Below, a young Purple Finch flutters its wings, a feed-me signal.
Baltimore Orioles are being seen in the metro area. You can bring them in for a close look by offering them grape jelly. It's an early substitute for the fruit they would eat if it was available. We made our jelly feeder in about five minutes. The container once held deli olives. Two holes were drilled to accommodate the perch, an old paint brush. Trying to poke a hole with a knife is likely to shatter the plastic. This impressive feeder is attached to our deck railing with a foot of string. The perch is necessay to help keep the bird from standing in the jelly.
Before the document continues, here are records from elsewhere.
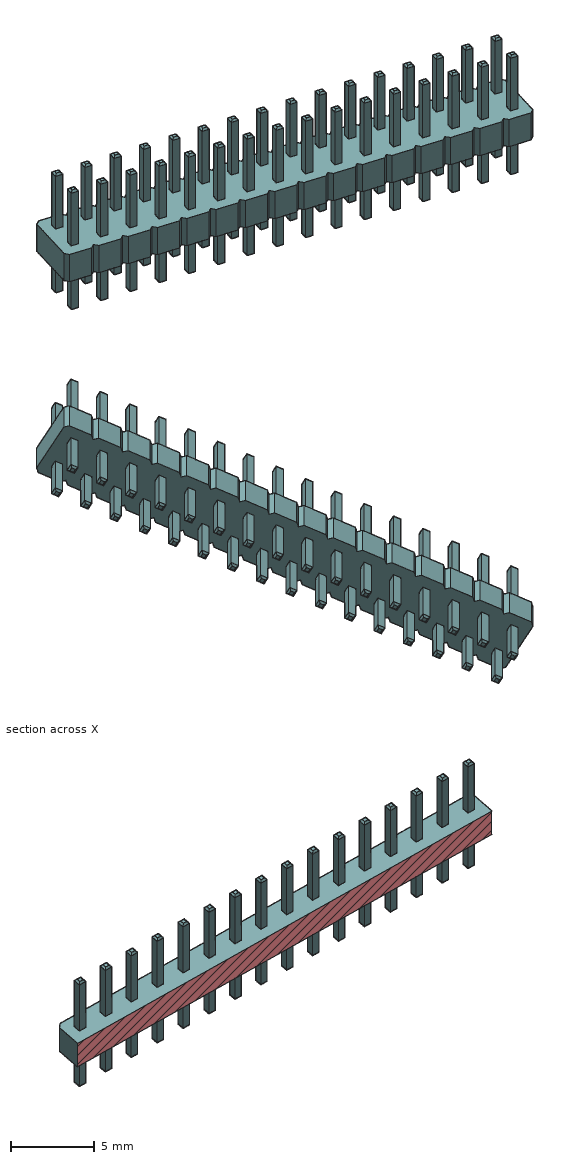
import cadquery as cq

pitch = 2.0
columns = 2
rows = 16
body_height = 2.0
body_chamfer = 0.25
pin_width = 0.5
pin_tip_chamfer = 0.125
pin_above_body = 4.0
pin_below_body = 2.8

body_width = columns * pitch
body_length = rows * pitch
pin_length = pin_below_body + body_height + pin_above_body


def centered_positions(count):
    """Positions at one pitch, centred on zero."""
    return [(i - (count - 1) / 2) * pitch for i in range(count)]


def make_housing():
    """Row of cells along Y; their chamfered corners meet as V notches. Bottom at Z = 0."""
    half_width = body_width / 2
    half_cell = pitch / 2
    right_side = []
    for y in centered_positions(rows):
        right_side += [
            (half_width - body_chamfer, y - half_cell),
            (half_width, y - half_cell + body_chamfer),
            (half_width, y + half_cell - body_chamfer),
        ]
    right_side.append((half_width - body_chamfer, body_length / 2))
    left_side = [(-x, y) for x, y in reversed(right_side)]
    return cq.Workplane("XY").polyline(right_side + left_side).close().extrude(body_height)


def make_pin(x, y):
    """Square pin through the housing, with both tips chamfered."""
    return (
        cq.Workplane("XY", origin=(x, y, -pin_below_body))
        .rect(pin_width, pin_width)
        .extrude(pin_length)
        .faces("<Z or >Z")
        .chamfer(pin_tip_chamfer)
    )


result = make_housing()
for pin_x in centered_positions(columns):
    for pin_y in centered_positions(rows):
        result = result.union(make_pin(pin_x, pin_y))

The oriole will have no way to clean himself if it becomes a sticky mess.
On a four-mile drive this morning, through Wayzata and barely into eastern Minnetonka I saw and heard thousands of American Robins. They must have arrived overnight, stalled here because of the weather. They're driven on migration by an internal clock that has nothing to do with our discouraging rain and snow.
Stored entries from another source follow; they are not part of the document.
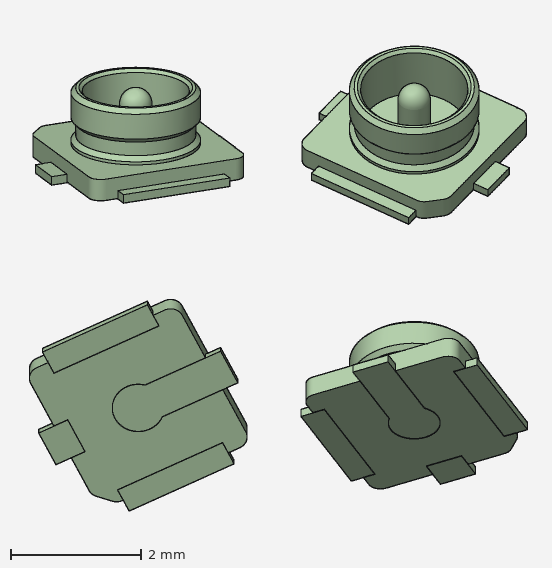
import cadquery as cq
import math

overall_x = 3.0
overall_y = 3.12
overall_z = 1.26

base_side = 2.6
base_top = 0.36
standoff = 0.01
corner_radius = 0.2
key_chamfer = 0.3

tab_height = 0.14
side_tab_length = 1.8
side_tab_depth = 0.4
end_tab_width = 0.6
end_tab_depth = 0.5

barrel_radius = 0.998
barrel_bevel = 0.075
lower_rim_height = 0.05
lip_bottom = 0.78
bore_radius = 0.825
bore_bevel = 0.05

pin_radius = 0.25
pin_top = 1.25
pin_pad_radius = 0.4


def make_base():
    """Rounded square plate with one corner cut off as an orientation key."""
    thickness = base_top - standoff
    plate = cq.Workplane("XY").workplane(offset=standoff).rect(base_side, base_side).extrude(thickness)
    plate = plate.edges("|Z and <X and <Y").chamfer(key_chamfer)
    return plate.edges("|Z").fillet(corner_radius)


def make_tab(size_x, size_y, centre_x, centre_y):
    """Flat solder tab resting on the bottom plane."""
    tab = cq.Workplane("XY").box(size_x, size_y, tab_height, centered=(True, True, False))
    return tab.translate((centre_x, centre_y, 0))


def make_barrel():
    """Grooved, open-topped barrel turned about Z, floored level with the base top."""
    groove_radius = barrel_radius - barrel_bevel
    rim_top = base_top + lower_rim_height
    profile = [
        (0, standoff),
        (barrel_radius, standoff),
        (barrel_radius, rim_top),
        (groove_radius, rim_top + barrel_bevel),
        (groove_radius, lip_bottom - barrel_bevel),
        (barrel_radius, lip_bottom),
        (barrel_radius, overall_z - barrel_bevel),
        (groove_radius, overall_z),
        (bore_radius + bore_bevel, overall_z),
        (bore_radius, overall_z - bore_bevel),
        (bore_radius, base_top),
        (0, base_top),
    ]
    return cq.Workplane("XZ").polyline(profile).close().revolve(360, (0, 0), (0, 1))


def make_pin():
    """Centre contact with a hemispherical tip, turned about Z."""
    shoulder_z = pin_top - pin_radius
    arc_offset = pin_radius * math.sqrt(0.5)
    profile = (
        cq.Workplane("XZ")
        .moveTo(0, 0)
        .lineTo(pin_radius, 0)
        .lineTo(pin_radius, shoulder_z)
        .threePointArc((arc_offset, shoulder_z + arc_offset), (0, pin_top))
        .close()
    )
    return profile.revolve(360, (0, 0), (0, 1))


def make_pin_contact():
    """Strip from the +Y edge to a round pad under the centre pin."""
    strip_length = overall_y / 2
    strip = make_tab(end_tab_width, strip_length, 0, strip_length / 2)
    pad = cq.Workplane("XY").circle(pin_pad_radius).extrude(tab_height)
    return strip.union(pad)


result = make_base().union(make_barrel()).union(make_pin()).union(make_pin_contact())

for side in (-1, 1):
    side_tab_x = side * (overall_x - side_tab_depth) / 2
    result = result.union(make_tab(side_tab_depth, side_tab_length, side_tab_x, 0))
end_tab_y = (end_tab_depth - overall_y) / 2
result = result.union(make_tab(end_tab_width, end_tab_depth, 0, end_tab_y))

I heard robins when I went for the paper. I saw robins if I looked up and down the street. Robins flew overhead. Flocks of 50 to 60 birds spotted my drive east through Wayzata.. When I to the Carlson Towers along Carlson Parkway, just west of Ridgedale shopping center, there were thousands of robins. Carlson Parkway and the entrance drive to the towers are lined with ornamental crab apple trees. This is the attraction. Robins will be living on leftover fruit until the snow goes and the ground softens. There were birds in the trees, on the snow, in the road, in the air.
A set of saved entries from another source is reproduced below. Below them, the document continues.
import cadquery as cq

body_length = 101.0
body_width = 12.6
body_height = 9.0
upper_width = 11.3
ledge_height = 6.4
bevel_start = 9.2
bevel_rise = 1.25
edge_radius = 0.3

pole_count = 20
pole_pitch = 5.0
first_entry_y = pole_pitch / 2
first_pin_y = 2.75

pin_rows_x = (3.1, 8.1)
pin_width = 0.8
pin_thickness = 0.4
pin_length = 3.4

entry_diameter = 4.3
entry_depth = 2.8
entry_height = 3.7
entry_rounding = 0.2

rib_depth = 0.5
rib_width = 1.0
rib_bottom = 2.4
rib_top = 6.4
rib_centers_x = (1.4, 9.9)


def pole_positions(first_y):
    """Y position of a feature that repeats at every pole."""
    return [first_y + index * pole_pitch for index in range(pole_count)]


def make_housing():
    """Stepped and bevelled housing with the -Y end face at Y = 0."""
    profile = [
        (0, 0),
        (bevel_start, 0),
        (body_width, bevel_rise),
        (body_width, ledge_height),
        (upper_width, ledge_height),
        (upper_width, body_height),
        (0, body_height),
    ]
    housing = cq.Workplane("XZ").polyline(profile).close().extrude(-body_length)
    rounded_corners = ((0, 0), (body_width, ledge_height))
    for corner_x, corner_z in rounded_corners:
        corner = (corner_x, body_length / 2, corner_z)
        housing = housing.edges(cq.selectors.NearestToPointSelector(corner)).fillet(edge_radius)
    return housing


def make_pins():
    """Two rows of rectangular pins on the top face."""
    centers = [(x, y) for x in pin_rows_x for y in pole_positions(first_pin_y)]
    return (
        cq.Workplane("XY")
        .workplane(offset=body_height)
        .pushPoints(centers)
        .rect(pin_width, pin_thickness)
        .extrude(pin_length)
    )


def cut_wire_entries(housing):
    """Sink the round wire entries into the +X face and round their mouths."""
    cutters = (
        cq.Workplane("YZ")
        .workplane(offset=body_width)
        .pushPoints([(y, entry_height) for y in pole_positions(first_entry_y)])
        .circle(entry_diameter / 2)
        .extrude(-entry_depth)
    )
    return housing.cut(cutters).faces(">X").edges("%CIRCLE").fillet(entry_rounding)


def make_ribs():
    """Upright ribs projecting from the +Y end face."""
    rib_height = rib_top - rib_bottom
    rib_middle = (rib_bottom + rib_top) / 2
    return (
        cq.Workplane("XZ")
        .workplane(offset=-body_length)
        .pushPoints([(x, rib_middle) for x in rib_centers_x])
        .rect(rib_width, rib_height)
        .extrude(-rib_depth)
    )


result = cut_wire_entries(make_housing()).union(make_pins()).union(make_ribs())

The weather Saturday and Sunday concentrated Dark-eyed Juncos and various sparrows. Our yard held easily more than 100 birds throughout those days. They were eating sunflower seeds and chips. Most of the seasonal arrivals were juncos. Sparrow species were Fox, Tree, and Song; they came for the sunflower chips.
Our pond attracted a pair of Hooded Mergansers and, at high count, 13 Wood Ducks.
The birding right now is pretty good. Other migrants can be found if you're looking. Avid observers are reporting day lists of over 70 species. A couple dozen of those are waterfowl.